Closed tarzanboy76 closed 4 years ago
Current behaviour is to display the current query (as passed to TPBD) against the site, date, and titles returned from TPBD. We can't always add site/date/title to the query, because we can't assume those are set within Stash. If those fields are set, I recommend you disable the "scrape_with_filenames" flag to cause the query to include the date/site/title.
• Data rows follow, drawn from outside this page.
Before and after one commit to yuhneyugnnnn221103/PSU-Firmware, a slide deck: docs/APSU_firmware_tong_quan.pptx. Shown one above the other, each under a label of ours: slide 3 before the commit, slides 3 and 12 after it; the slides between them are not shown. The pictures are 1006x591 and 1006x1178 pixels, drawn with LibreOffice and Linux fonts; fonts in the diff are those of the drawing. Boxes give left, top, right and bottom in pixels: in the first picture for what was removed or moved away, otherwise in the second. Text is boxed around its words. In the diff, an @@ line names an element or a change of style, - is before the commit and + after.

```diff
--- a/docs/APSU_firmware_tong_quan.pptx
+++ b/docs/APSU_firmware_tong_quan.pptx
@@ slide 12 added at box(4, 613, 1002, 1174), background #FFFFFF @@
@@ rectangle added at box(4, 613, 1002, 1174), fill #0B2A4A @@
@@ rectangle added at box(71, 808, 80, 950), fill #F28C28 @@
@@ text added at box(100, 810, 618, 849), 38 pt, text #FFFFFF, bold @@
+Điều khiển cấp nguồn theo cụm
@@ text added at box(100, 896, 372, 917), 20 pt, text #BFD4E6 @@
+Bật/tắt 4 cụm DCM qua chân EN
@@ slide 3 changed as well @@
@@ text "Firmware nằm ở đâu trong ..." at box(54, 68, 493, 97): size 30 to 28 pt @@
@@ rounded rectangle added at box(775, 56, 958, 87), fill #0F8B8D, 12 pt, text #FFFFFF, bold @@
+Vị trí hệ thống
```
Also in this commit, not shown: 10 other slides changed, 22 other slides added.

Alternatively, if you have scenes sorted into folders, try the "test" branch build, which supports the "dirs_in_query" flag to add parent folder names to the query.
Performers in the query (for non-filename scraping) and in the ambiguous results list is possible, but a bit more tricky. I hadn't seen a use case that needs it yet, but let me know if the above doesn't resolve your issue.
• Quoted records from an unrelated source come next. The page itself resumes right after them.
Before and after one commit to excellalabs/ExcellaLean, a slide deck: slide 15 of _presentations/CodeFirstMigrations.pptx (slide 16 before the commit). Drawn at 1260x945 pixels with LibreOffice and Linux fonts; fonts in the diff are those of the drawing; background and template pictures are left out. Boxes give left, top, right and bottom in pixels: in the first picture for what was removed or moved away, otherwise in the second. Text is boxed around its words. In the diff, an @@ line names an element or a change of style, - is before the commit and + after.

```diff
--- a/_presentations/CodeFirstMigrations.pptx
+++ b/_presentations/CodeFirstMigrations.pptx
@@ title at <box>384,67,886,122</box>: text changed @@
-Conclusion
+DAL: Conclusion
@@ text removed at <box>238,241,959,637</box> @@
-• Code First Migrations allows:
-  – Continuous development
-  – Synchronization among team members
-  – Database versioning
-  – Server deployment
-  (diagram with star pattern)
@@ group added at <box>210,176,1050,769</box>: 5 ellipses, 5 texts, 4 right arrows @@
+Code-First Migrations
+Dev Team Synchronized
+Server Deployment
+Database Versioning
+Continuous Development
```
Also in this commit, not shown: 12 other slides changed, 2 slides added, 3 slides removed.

Most of my files have pretty good quality titles / studios / dates... I'm mostly scraping to confirm things, plus add descriptions and tags. So I did disable scrape_with_filenames. The problem is that searching by title when it is something generic like 'Hardcore' makes it difficult to know what entry was actually being searched... so when you get a response back from TPDB, I can't confirm which is the correct match.
I'm not a python coder, but I made the follow tweak on a local copy to help me;
if parse_with_filename:
try:
if re.search(r'^[A-Z]:\\', scene['path']): #If we have Windows-like paths
file_name = re.search(r'^[A-Z]:\\(.+\\)*(.+)\.(.+)$', scene['path']).group(2)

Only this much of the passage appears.